Because he's going to be selling it and has a vested interest in it. Duh!


----------



## nino (Jan 13, 2004)

*lucky those who can actually read...*



Ausable said:


> To go back to the topic of this tread, how come this diminutive, minute rotor is endorsed by someone who ever complains about the lack of power of discs and known to run a huge 180mm rotor on a 7Kg race bike? Times are changing!


lucky those who can actually read...
http://forums.mtbr.com/showpost.php?p=3474903&postcount=1

@D8:
no, you can't buy it!

oh - yes i still love my V-brakes - thanks you


----------



## ginsu2k (Jul 28, 2006)

Cheers! said:


> The density of the contact points is uniform across the brake pads


Technically, this is an assumption you make based on the idea that the brake pad is infinitely rigid. Unfortunately, this is not true and pad warping has a very large effect on braking performance (mostly in automotive applications).
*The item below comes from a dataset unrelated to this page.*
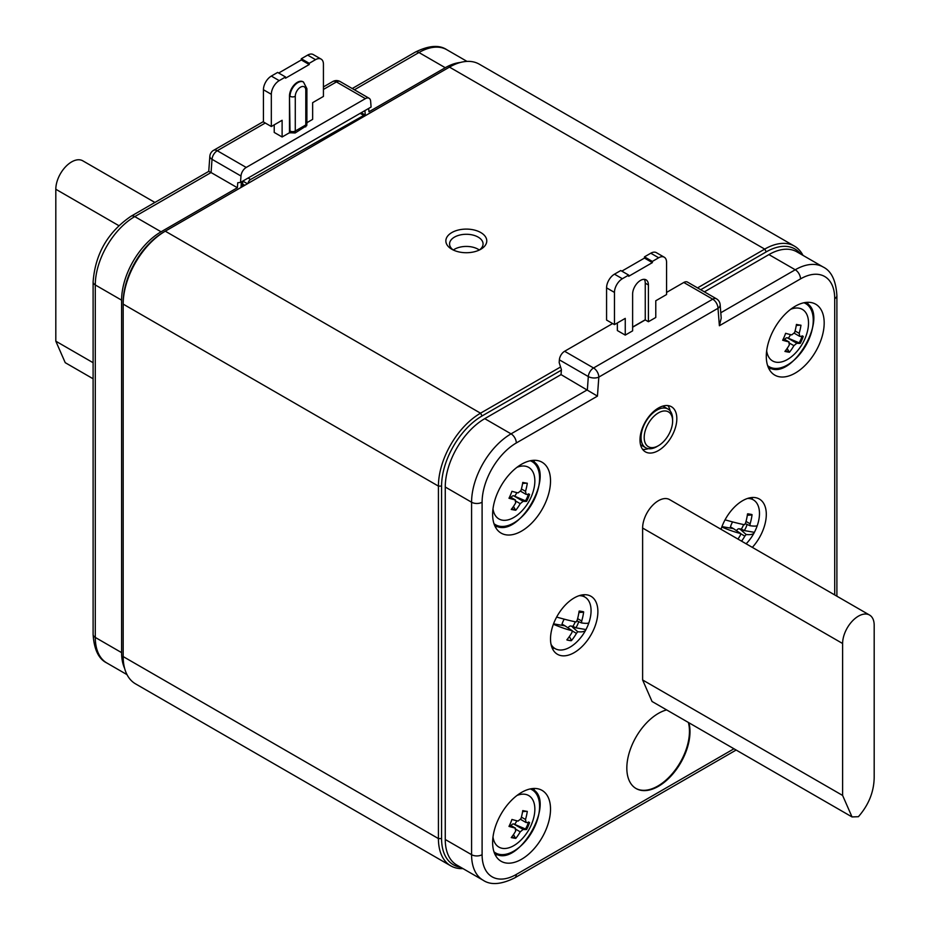 <?xml version="1.0" encoding="UTF-8"?>
<svg xmlns="http://www.w3.org/2000/svg" width="930" height="930" viewBox="0 0 930 930"><rect width="100%" height="100%" fill="white"/><g stroke="black" fill="none" stroke-linecap="round" stroke-linejoin="round"><path stroke-width="1.4" d="M561.371 370.163L482.1 415.931A57.311 33.085 120 0 0 441.576 486.111L438.425 486.111L123.178 304.11L123.178 302.285A57.311 33.085 -60 0 1 163.703 232.093L165.284 231.186A59.543 34.375 120 0 0 123.178 304.11L123.178 656.58A59.543 34.375 120 0 0 135.513 683.841L450.759 865.842A59.543 34.375 -60 0 1 438.425 838.581L438.425 486.111A59.543 34.375 -60 0 1 480.531 413.187L560.069 367.269M771.761 368.478A40.932 23.634 -60 0 1 768.947 368.803M807.333 302.308A40.932 23.634 -60 0 1 808.449 304.912M704.382 291.846L768.924 254.588A55.823 32.224 120 0 1 796.836 251.821L823.155 267.015A55.823 32.224 -60 0 0 795.243 269.77L768.924 254.588M834.71 594.944L834.71 298.646A48.383 27.935 120 0 0 800.509 278.895L719.378 325.733L717.995 308.295L598.827 377.092A7.44 3.906 -175.8 0 1 588.318 376.557L559.372 359.84L559.174 362.584L561.406 369.605L561.046 374.604L597.444 396.122L516.313 442.971A48.383 27.935 120 0 0 482.1 502.223L482.1 854.682A48.383 27.935 120 0 0 516.313 874.433L733.968 748.778M561.046 374.604L484.739 418.663L511.047 433.857L587.365 389.798L588.318 376.557A7.44 4.301 -60 0 1 593.561 367.978L712.729 299.181L683.783 282.476L666.566 292.415M688.898 722.75A44.652 25.784 -60 0 1 658.405 786.327A44.652 25.784 -60 0 1 636.085 788.535A44.652 25.784 -60 0 1 631.075 747.371A44.652 25.784 -60 0 1 666.647 709.904M658.405 450.562A26.052 15.043 -60 0 1 645.385 451.852A26.052 15.043 -60 0 1 645.385 421.778A26.052 15.043 -60 0 1 671.437 406.736A26.052 15.043 -60 0 1 675.424 427.614A26.052 15.043 -60 0 1 658.405 450.562M721.017 529.298A33.492 19.332 -60 0 1 759.357 499.038A33.492 19.332 -60 0 1 752.335 547.375M574.205 652.628A33.492 19.332 -60 0 1 557.454 654.29A33.492 19.332 -60 0 1 557.454 615.613A33.492 19.332 -60 0 1 590.945 596.269A33.492 19.332 -60 0 1 596.084 623.112A33.492 19.332 -60 0 1 574.205 652.628M842.615 643.514L842.615 795.441L852.031 816.935L652.035 701.476L642.618 679.97L642.618 528.042A22.332 12.892 120 0 1 652.372 505.583A22.332 12.892 120 0 1 669.577 499.596L869.562 615.056A22.332 12.892 120 0 0 852.357 621.042A22.332 12.892 120 0 0 842.615 643.514L642.618 528.042M795.243 373.081A40.932 23.634 -60 0 1 774.771 375.116A40.932 23.634 -60 0 1 774.771 327.848A40.932 23.634 -60 0 1 815.715 304.215A40.932 23.634 -60 0 1 821.981 337.009A40.932 23.634 -60 0 1 795.243 373.081M521.579 531.088A40.932 23.634 -60 0 1 501.107 533.111A40.932 23.634 -60 0 1 501.107 485.844A40.932 23.634 -60 0 1 542.039 462.21A40.932 23.634 -60 0 1 548.316 495.016A40.932 23.634 -60 0 1 521.579 531.088M521.579 859.25A40.932 23.634 -60 0 1 501.107 861.273A40.932 23.634 -60 0 1 501.107 814.006A40.932 23.634 -60 0 1 542.039 790.372A40.932 23.634 -60 0 1 548.316 823.178A40.932 23.634 -60 0 1 521.579 859.25M445.261 487.029L445.261 839.499A55.823 32.224 120 0 0 456.828 865.051L483.135 880.245A55.823 32.224 -60 0 1 471.58 854.682L471.58 502.223L445.261 487.029A55.823 32.224 -60 0 1 484.739 418.663M617.357 322.943L617.357 330.545L625.251 335.102L632.621 330.848L632.621 294.078A11.16 6.44 -60 0 1 637.492 282.848A11.16 6.44 -60 0 1 646.094 279.86A11.16 6.44 -60 0 1 648.408 284.964L648.408 321.733L655.778 317.479L655.778 300.762L666.566 294.543L666.566 262.33A11.16 6.44 -60 0 0 664.253 257.215A11.16 6.44 -60 0 0 658.673 257.773L652.36 261.423L652.36 262.632L628.68 276.303L628.68 275.094L620.775 270.537L614.463 274.176L622.356 278.733L628.68 275.094M632.621 327.209L645.257 319.92L648.408 321.733M612.626 323.559L564.615 351.273L593.561 367.978A7.44 4.301 -120 0 1 598.827 377.092L597.444 396.122M559.372 359.84A7.44 4.301 -60 0 1 564.615 351.273M683.783 282.476A7.44 4.301 -60 0 1 687.503 282.104L716.449 298.809A7.44 4.301 -60 0 0 712.729 299.181A7.44 4.301 -120 0 1 717.995 308.295A7.44 4.65 -4.5 0 0 720.146 304.668A7.44 7.44 0 0 0 716.449 298.809M498.096 854.635A40.932 23.634 -60 0 1 495.272 854.961M533.669 788.477A40.932 23.634 -60 0 1 534.785 791.081M498.096 526.473A40.932 23.634 -60 0 1 495.272 526.81M533.669 460.315A40.932 23.634 -60 0 1 534.785 462.919M554.361 648.198A33.492 19.332 -60 0 1 552.374 648.501M583.401 594.77A33.492 19.332 -60 0 1 584.133 596.63M751.812 497.538A33.492 19.332 -60 0 1 752.544 499.398M640.538 444.738A22.332 12.892 120 0 0 640.933 444.982L645.664 447.725A22.332 12.892 -60 0 1 646.757 420.162A22.332 12.892 -60 0 1 667.996 409.049A22.332 12.892 -60 0 1 672.623 419.267L672.623 421.092A20.1 11.602 120 0 0 664.45 410.955A20.1 11.602 120 0 0 649.338 421.895A20.1 11.602 120 0 0 645.036 442.575A20.1 11.602 120 0 0 658.405 445.702A20.1 11.602 120 0 0 672.623 421.092M667.996 409.049L663.253 406.317A22.332 12.892 120 0 0 662.846 406.096M648.303 448.655A26.052 15.043 -60 0 1 642.618 449.364M667.891 405.585A26.052 15.043 -60 0 1 670.123 410.874M688.363 722.447A44.652 25.784 -60 0 1 657.882 786.013A44.652 25.784 -60 0 1 635.818 788.384M719.378 325.733L721.215 318.176L720.146 304.668M625.251 335.102L625.251 318.386L614.463 324.617L606.569 320.06L606.569 287.858A11.16 6.44 -60 0 1 614.463 274.176M622.356 278.733A11.16 6.44 120 0 0 614.463 292.415L614.463 324.617M652.36 261.423L644.467 256.854L644.467 258.075L621.833 271.142M644.467 256.854L650.779 253.216L658.673 257.773M664.253 257.215L656.359 252.658A11.16 6.44 120 0 0 650.779 253.216M645.257 319.92A1.488 0.86 60 0 1 645.257 319.757L645.257 283.139A11.16 6.44 120 0 0 644.292 279.337M652.36 262.632L644.467 258.075M579.076 611.382A16.008 9.242 -60 0 1 579.925 611.289A16.008 9.242 -60 0 1 581.448 611.37A16.008 9.242 -60 0 1 583.529 612.196L583.656 611.928A48.221 38.537 -80 0 1 581.715 621.008L581.506 622.926L576.914 620.868M578.913 612.51L583.529 612.196M564.208 619.159A12.509 7.219 120 0 0 561.778 625.262L564.801 625.797L561.964 624.448M569.334 636.608L571.52 640.375A16.008 9.242 -60 0 1 569.067 640.398A16.008 9.242 -60 0 1 567.056 639.619M562.685 624.576A2.976 1.721 -60 0 1 563.022 624.704A2.976 1.721 -60 0 1 563.301 624.925M568.125 627.831A2.976 1.721 -60 0 1 570.753 626.006L572.845 626.378A11.032 6.371 120 0 0 575.193 621.786M570.753 626.006L575.879 627.75A12.509 7.219 120 0 0 578.646 621.659M572.845 626.378L575.879 627.75M585.958 629.575A48.383 10.986 -151.9 0 1 585.819 629.901A48.383 10.986 -151.9 0 1 577.751 631.737L572.566 627.204L585.958 629.575A29.225 16.868 120 0 0 587.609 626.099A29.225 16.868 120 0 0 588.957 622.554A48.383 5.138 -161.8 0 1 588.946 622.588A48.383 5.138 -161.8 0 1 581.506 622.926M556.652 617.067A48.383 5.138 -161.8 0 0 576.1 621.972L577.17 620.205A48.221 38.537 -80 0 0 579.111 611.115A16.298 9.405 -60 0 1 579.611 611.057L583.273 611.696A16.298 9.405 -60 0 1 583.656 611.928M579.611 611.057A45.651 7.649 23.1 0 0 583.273 611.696M564.801 625.797A2.976 1.721 120 0 1 565.056 625.878L553.548 623.832M565.056 625.878L572.345 630.773A48.383 10.986 -151.9 0 1 553.385 624.251M571.52 640.375L571.404 640.654A16.298 9.405 -60 0 1 570.904 640.724L567.23 640.073A16.298 9.405 -60 0 1 566.858 639.852A48.221 38.537 100 0 0 571.904 632.551L572.345 630.773M570.904 640.724A45.651 7.649 -156.9 0 1 567.23 640.073M577.751 631.737L576.437 633.365A48.221 38.537 100 0 1 571.404 640.654M588.946 622.588A48.383 48.383 0 0 0 589.806 619.717A29.772 17.193 120 0 0 584.9 597.072A29.772 17.193 120 0 0 579.134 595.688M551.037 644.351A29.772 17.193 120 0 0 555.129 648.64A29.772 17.193 120 0 0 577.181 641.572A48.383 48.383 0 0 0 585.819 629.901M479.345 250.019A16.752 9.672 0 0 0 483.065 243.951A16.752 9.672 0 0 0 466.314 234.279A16.752 9.672 0 0 0 449.574 243.951A16.752 9.672 0 0 0 453.294 250.019A16.752 9.672 180 0 1 479.345 250.019M451.841 249.263L451.841 249.263A20.472 11.823 180 0 1 451.841 232.558A20.472 11.823 180 0 1 480.787 232.558A20.472 11.823 180 0 1 480.787 249.263A20.472 11.823 180 0 1 451.841 249.263M697.547 287.893L764.716 249.112A59.543 34.375 -60 0 1 794.487 246.159L479.241 64.158A59.543 34.375 120 0 0 449.469 67.111L165.284 231.186L480.531 413.187L482.1 415.931M441.576 486.111L441.576 838.581A57.311 33.085 120 0 0 460.687 867.272M800.695 254.041A57.311 33.085 120 0 0 766.297 251.844L700.697 289.718M462.977 868.597A59.543 34.375 -60 0 1 450.759 865.842M794.487 246.159A59.543 34.375 -60 0 1 802.985 255.366M852.031 816.935L858.402 816.703C868.748 804.857 874.014 791.686 874.188 777.201L874.188 625.274A22.332 12.892 120 0 0 869.562 615.056M842.615 795.441L642.618 679.97M513.476 506.42L515.127 509.28A14.88 8.591 -60 0 1 512.663 509.338A14.88 8.591 -60 0 1 511.57 509.024M515.127 509.28L511.488 509.129M528.414 493.865A14.88 8.591 -60 0 1 527.229 497.399A14.88 8.591 -60 0 1 525.45 500.817L526.601 501.375A48.221 8.079 23.1 0 1 523.148 501.293L520.23 503.676A48.221 38.537 100 0 1 515.79 510.233A46.035 7.707 -156.9 0 1 511.256 509.431A48.221 38.537 100 0 0 515.697 502.874L515.081 499.863A48.221 8.079 -156.9 0 1 508.977 498.248A46.035 36.782 -80 0 0 511.942 491.296A48.221 8.079 -156.9 0 0 518.057 492.912L520.963 490.517A48.221 38.537 -80 0 0 522.765 482.438A46.035 7.707 23.1 0 0 525.148 482.903A46.035 7.707 23.1 0 0 527.298 483.24A48.221 38.537 -80 0 1 525.508 491.319L526.113 494.342A48.221 8.079 23.1 0 0 529.565 494.423A46.035 36.782 100 0 1 526.601 501.375M529.565 494.423L528.717 493.923L525.752 500.875M523.148 501.293L513.604 495.771L525.45 500.817M514.836 495.992A9.695 5.592 120 0 0 516.789 492.598M526.031 483.054A14.88 8.591 -60 0 1 526.252 483.193L522.602 483.449M513.604 495.771A2.976 1.721 120 0 0 511.058 497.457M515.476 500.015L509.71 496.76M514.929 509.733L515.79 510.233M492.993 508.861A29.772 17.193 120 0 0 520.974 511.884A48.383 48.383 0 0 0 533.599 490.029A29.772 17.193 120 0 0 525.322 466.174A29.772 17.193 120 0 0 516.987 467.313M513.476 834.582L515.127 837.442A14.88 8.591 -60 0 1 512.663 837.5A14.88 8.591 -60 0 1 511.57 837.186M515.127 837.442L511.488 837.291M528.414 822.027A14.88 8.591 -60 0 1 527.229 825.561A14.88 8.591 -60 0 1 525.45 828.979L526.601 829.525A48.221 8.079 23.1 0 1 523.148 829.444L520.23 831.838A48.221 38.537 100 0 1 515.79 838.395A46.035 7.707 -156.9 0 1 511.256 837.593A48.221 38.537 100 0 0 515.697 831.036L515.081 828.026A48.221 8.079 -156.9 0 1 508.977 826.41A46.035 36.782 -80 0 0 511.942 819.458A48.221 8.079 -156.9 0 0 518.057 821.074L520.963 818.679A48.221 38.537 -80 0 0 522.765 810.588A46.035 7.707 23.1 0 0 525.148 811.065A46.035 7.707 23.1 0 0 527.298 811.402A48.221 38.537 -80 0 1 525.508 819.481L526.113 822.492A48.221 8.079 23.1 0 0 529.565 822.573A46.035 36.782 100 0 1 526.601 829.525M529.565 822.573L528.717 822.085L525.752 829.037M523.148 829.444L513.604 823.934L525.45 828.979M514.836 824.154A9.695 5.592 120 0 0 516.789 820.76M526.031 811.216A14.88 8.591 -60 0 1 526.252 811.355L522.602 811.611M513.604 823.934A2.976 1.721 120 0 0 511.058 825.619M515.476 828.177L509.71 824.922M514.929 837.895L515.79 838.395M492.993 837.023A29.772 17.193 120 0 0 520.974 840.046A48.383 48.383 0 0 0 533.599 818.191A29.772 17.193 120 0 0 525.322 794.336A29.772 17.193 120 0 0 516.987 795.464M787.14 348.425L788.791 351.284A14.88 8.591 -60 0 1 786.327 351.331A14.88 8.591 -60 0 1 785.246 351.017M788.791 351.284L785.153 351.133M802.079 335.87A14.88 8.591 -60 0 1 800.893 339.392A14.88 8.591 -60 0 1 799.114 342.821L800.277 343.368A48.221 8.079 23.1 0 1 796.812 343.286L793.906 345.669A48.221 38.537 100 0 1 789.454 352.238A46.035 7.707 -156.9 0 1 784.92 351.435A48.221 38.537 100 0 0 789.361 344.867L788.756 341.856A48.221 8.079 -156.9 0 1 782.653 340.252A46.035 36.782 -80 0 0 785.618 333.3A48.221 8.079 -156.9 0 0 791.721 334.905L794.639 332.522A48.221 38.537 -80 0 0 796.429 324.43A46.035 7.707 23.1 0 0 798.812 324.896A46.035 7.707 23.1 0 0 800.974 325.233A48.221 38.537 -80 0 1 799.172 333.324L799.777 336.334A48.221 8.079 23.1 0 0 803.241 336.416A46.035 36.782 100 0 1 800.277 343.368M803.241 336.416L802.381 335.916L799.416 342.879M796.812 343.286L787.268 337.776L799.114 342.821M788.5 337.997A9.695 5.592 120 0 0 790.454 334.602M799.695 325.047A14.88 8.591 -60 0 1 799.916 325.198L796.266 325.442M787.268 337.776A2.976 1.721 120 0 0 784.722 339.462M789.152 342.007L783.386 338.764M788.594 351.738L789.454 352.238M766.669 350.866A29.772 17.193 120 0 0 794.65 353.888A48.383 48.383 0 0 0 807.263 332.033A29.772 17.193 120 0 0 798.986 308.179A29.772 17.193 120 0 0 790.651 309.306M746.139 543.794A48.383 48.383 0 0 0 754.23 532.669A48.383 10.986 -151.9 0 0 754.37 532.344A29.225 16.868 120 0 0 756.02 528.868A29.225 16.868 120 0 0 757.369 525.322A48.383 5.138 -161.8 0 1 757.357 525.357A48.383 48.383 0 0 0 758.217 522.486A29.772 17.193 120 0 0 753.312 499.84A29.772 17.193 120 0 0 747.546 498.457M754.23 532.669A48.383 10.986 -151.9 0 1 746.162 534.506L744.849 536.133A48.221 38.537 100 0 1 741.57 541.167M732.619 521.928A12.509 7.219 120 0 0 730.19 528.031L733.212 528.566A2.976 1.721 120 0 1 733.468 528.647L740.757 533.541L740.315 535.32A48.221 38.537 100 0 1 737.955 539.075M740.757 533.541A48.383 10.986 -151.9 0 1 721.796 527.019M747.488 514.15A16.008 9.242 -60 0 1 748.336 514.058A16.008 9.242 -60 0 1 749.859 514.15L751.684 514.464A45.651 7.649 23.1 0 1 748.022 513.825A16.298 9.405 -60 0 0 747.522 513.883A48.221 38.537 -80 0 1 745.581 522.974L744.512 524.741A48.383 5.138 -161.8 0 1 725.051 519.835M751.684 514.464A16.298 9.405 -60 0 1 752.068 514.697A48.221 38.537 -80 0 1 750.126 523.776L749.917 525.694L745.325 523.637M757.357 525.357A48.383 5.138 -161.8 0 1 749.917 525.694M733.212 528.566L731.096 527.345A2.976 1.721 -60 0 1 731.433 527.473A2.976 1.721 -60 0 1 731.712 527.694M746.162 534.506L740.978 529.972A2.976 1.721 120 0 1 741.268 529.995L744.291 530.53A12.509 7.219 120 0 0 747.057 524.427M736.537 530.6A2.976 1.721 -60 0 1 739.164 528.775L741.257 529.147A11.032 6.371 120 0 0 743.605 524.555M748.022 513.825L749.859 514.15A16.008 9.242 -60 0 1 751.94 514.964L752.068 514.697M747.325 515.278L751.94 514.964M741.257 529.147L744.291 530.53M731.096 527.345L730.375 527.217M754.37 532.344L740.978 529.972M733.468 528.647L721.959 526.601M248.089 178.049L250.6 179.49L363.746 115.413L360.166 113.344M250.6 179.49A3.72 2.151 120 0 0 247.996 183.431M365.816 115.413A3.72 2.151 120 0 0 365.583 115.239A3.72 2.151 120 0 0 363.746 115.413M241.533 187.163A3.72 2.151 120 0 0 242.649 184.047L242.684 181.164M271.328 76.074A11.16 6.44 120 0 0 263.434 89.745L271.328 94.302A11.16 6.44 -60 0 1 279.221 80.631L271.328 76.074L277.64 72.424L285.533 76.981L285.533 78.201L309.225 64.519L301.32 59.962L278.698 73.028M263.434 89.745L263.434 121.958L271.328 126.515L282.116 120.284L282.116 136.989L289.486 132.734L295.159 132.978L306.749 125.562M271.328 94.302L271.328 126.515M282.116 136.989L274.222 132.432L274.222 124.841M285.533 76.981L279.221 80.631M306.888 122.69L312.643 119.366L312.643 102.66L323.431 96.429L323.431 64.217A11.16 6.44 120 0 0 321.117 59.113A11.16 6.44 120 0 0 315.537 59.66L307.644 55.102L301.32 58.753L309.225 63.31L309.225 64.519M301.32 58.753L301.32 59.962M289.486 132.734L289.486 95.976A11.16 6.44 -60 0 1 294.357 84.735A11.16 6.44 -60 0 1 302.959 81.747A11.16 6.44 -60 0 1 303.215 81.91M307.644 55.102A11.16 6.44 -60 0 1 313.224 54.556L321.117 59.113M309.225 63.31L315.537 59.66M265.271 123.016L217.271 150.73A7.44 4.301 60 0 0 213.551 150.358A7.44 7.44 0 0 0 209.843 156.263L208.75 171.364L211.064 172.538L134.757 216.597A7.44 4.301 -120 0 0 131.037 216.237C107.845 232.047 95.209 253.937 93.105 281.93A7.44 4.301 180 0 0 95.29 284.964L95.29 637.434A7.44 4.301 180 0 1 93.105 634.4C94.058 649.466 98.638 658.998 106.845 662.985L127.015 674.634M240.998 187.465L241.405 181.908M209.843 156.263A7.44 3.906 4.2 0 0 212.028 159.309A7.44 4.301 120 0 1 217.271 150.73L246.218 167.447A7.44 4.301 120 0 0 240.975 176.014L240.51 182.419L237.743 182.733L237.382 187.732L161.076 231.791A55.823 32.224 -60 0 0 121.597 300.158L95.29 284.964A55.823 32.224 120 0 1 134.757 216.597L161.076 231.791M124.632 668.391A55.823 32.224 -60 0 1 121.597 652.628L121.597 300.158M460.42 62.461A55.823 32.224 120 0 0 445.261 67.716L418.953 52.522L354.4 89.791M368.687 108.415L368.954 111.774L445.261 67.716M364.932 110.589L365.281 115.064M240.51 182.419L371.093 107.031L370.628 101.161A7.44 4.301 120 0 0 369.105 98.278A7.44 4.301 120 0 0 365.385 98.638L336.439 81.933L323.431 89.443M246.218 167.447L365.385 98.638M237.382 187.732L211.064 172.538L212.028 159.309L240.975 176.014M93.105 378.777L65.228 362.677L55.812 341.182L55.812 189.255A22.332 12.892 -60 0 1 65.565 166.784A22.332 12.892 -60 0 1 82.77 160.809L154.903 202.449M55.812 341.182L93.105 362.712M658.405 445.702L656.836 446.621A22.332 12.892 -60 0 1 645.664 447.725M720.785 312.759L795.243 269.77A7.44 4.301 60 0 1 800.509 278.895M445.261 839.499L471.58 854.682A7.44 4.301 0 0 0 482.1 854.682M482.1 502.223A7.44 4.301 0 0 1 471.58 502.223A55.823 32.224 -60 0 1 511.047 433.857A7.44 4.301 60 0 1 516.313 442.971M836.895 596.2L836.895 295.601A7.44 4.301 180 0 1 834.71 298.646M736.153 750.033L514.767 877.85A7.44 4.301 -120 0 0 516.313 874.433M614.463 292.415L606.569 287.858M632.621 327.046L645.257 319.757M645.257 283.139L648.408 284.964M577.611 618.648L581.715 621.008M576.437 633.365L572.369 631.005M163.703 232.093L165.284 231.186L163.703 232.093M123.178 656.58L438.425 838.581L441.576 838.581M766.297 251.844L764.716 249.112L449.469 67.111M516.162 501.317L520.23 503.676M525.508 491.319L521.404 488.959M493.97 523.66A36.468 21.053 120 0 0 532.041 503.7A36.468 21.053 120 0 0 530.286 460.757M531.89 460.641L531.658 460.513A37.212 21.483 -60 0 1 531.89 460.641C557.523 472.417 517.696 541.411 494.667 525.101A37.212 21.483 -60 0 1 494.435 524.962M498.887 526.613A37.212 21.483 -60 0 1 494.667 525.101L494.446 524.962M516.162 829.479L520.23 831.838M525.508 819.481L521.404 817.121M493.97 851.822A36.468 21.053 120 0 0 532.041 831.862A36.468 21.053 120 0 0 530.286 788.919M531.89 788.803L531.658 788.675A37.212 21.483 -60 0 1 531.89 788.803C557.523 800.579 517.696 869.573 494.667 853.263A37.212 21.483 -60 0 1 494.435 853.124M498.887 854.775A37.212 21.483 -60 0 1 494.667 853.263L494.446 853.124M789.826 343.321L793.906 345.669M799.172 333.324L795.069 330.952M767.645 365.653A36.468 21.053 120 0 0 805.706 345.704A36.468 21.053 120 0 0 803.95 302.762M805.554 302.645L805.322 302.506A37.212 21.483 -60 0 1 805.554 302.645C831.188 314.421 791.36 383.416 768.343 367.094A37.212 21.483 -60 0 1 768.11 366.966L768.343 367.094A37.212 21.483 -60 0 0 772.551 368.617M739.164 528.775L741.268 529.995M744.849 536.133L740.78 533.774M746.023 521.416L750.126 523.776M247.45 183.745L242.823 181.083M242.649 184.047L244.788 185.279M305.796 90.198A7.44 4.301 120 0 0 300.541 87.164A7.44 4.301 120 0 0 295.275 96.278A3.72 2.151 180 0 1 290.009 96.278A11.16 6.44 -60 0 1 294.88 85.037A11.16 6.44 -60 0 1 303.482 82.049L306.888 88.676L306.888 123.434A3.72 2.151 0 0 1 305.796 124.957L305.796 90.198A3.72 2.151 0 0 0 306.888 88.676M295.275 96.278L295.275 131.025A3.72 2.151 180 0 1 290.009 131.025L289.486 95.976M305.679 126.899A18.147 10.474 -120 0 0 305.796 124.957L295.275 131.025A18.147 10.474 60 0 1 295.159 132.978M289.858 132.955A14.415 8.324 -120 0 0 290.009 131.025M418.953 52.522A7.44 4.301 -120 0 0 415.233 52.15C428.753 45.442 439.297 44.652 446.865 49.755A55.823 32.224 120 0 0 418.953 52.522M121.597 652.628L95.29 637.434A55.823 32.224 120 0 0 106.845 662.985M332.719 81.561A7.44 4.301 60 0 1 336.439 81.933A7.44 4.301 120 0 1 340.159 81.561A7.44 7.44 0 0 0 332.719 81.561L323.431 86.92M118.761 225.606L55.812 189.255M836.895 295.601C835.942 280.535 831.362 271.002 823.155 267.015M514.767 877.85C501.247 884.558 490.703 885.348 483.135 880.245M565.312 626.018L563.022 624.704M551.641 646.629L555.129 648.64M581.413 595.072L584.9 597.072M509.745 496.701L515.418 499.98M520.661 491.261L525.775 494.214M509.745 824.864L515.418 828.142M520.661 819.423L525.775 822.376M783.409 338.706L789.093 341.984M794.336 333.266L799.44 336.218M733.724 528.786L731.433 527.473M749.824 497.841L753.312 499.84M365.583 115.239L361.224 112.728M306.737 125.678L306.888 123.434M352.226 88.536L415.233 52.15M93.105 634.4L93.105 281.93M131.037 216.237L208.762 171.364M213.551 150.358L263.434 121.563M369.105 98.278L340.159 81.561M446.865 49.755L467.023 61.403"/></g></svg>

Also, if you follow motorsports, there is a recent trend toward multiple brake pads instead of just one (i.e. one pad for each piston in a multi-piston caliper). This is for several reasons, mostly to do with pad warping, but they have also learned that the increased number of edges has also increased the 'bite' of the pads, or initial feel.

Also, your analysis only applies for 'infinitely rigid' materials. If your brake pad were a visco-elastic material like rubber you would get greater than 1.0 coefficient of friction, where other factors like mechanical interlocking and chemical adhesion come into play.

Cheers, your analysis has been really good, I only make these counter-points because technically they are true, but thanks for raising the game here on this forum. Alot of people don't like to have these technical discussions, but us engineers thrive on them.


----------



## JaLove (Dec 24, 2006)

Beyond the BS, when will these rotors be available to the public for purchase? I've heard that they work great with XTR brakes, which I'm planning to run next spring. Thanks.


----------



## sxotty (Nov 4, 2005)

Cheers was right, but that means the answer is in the material.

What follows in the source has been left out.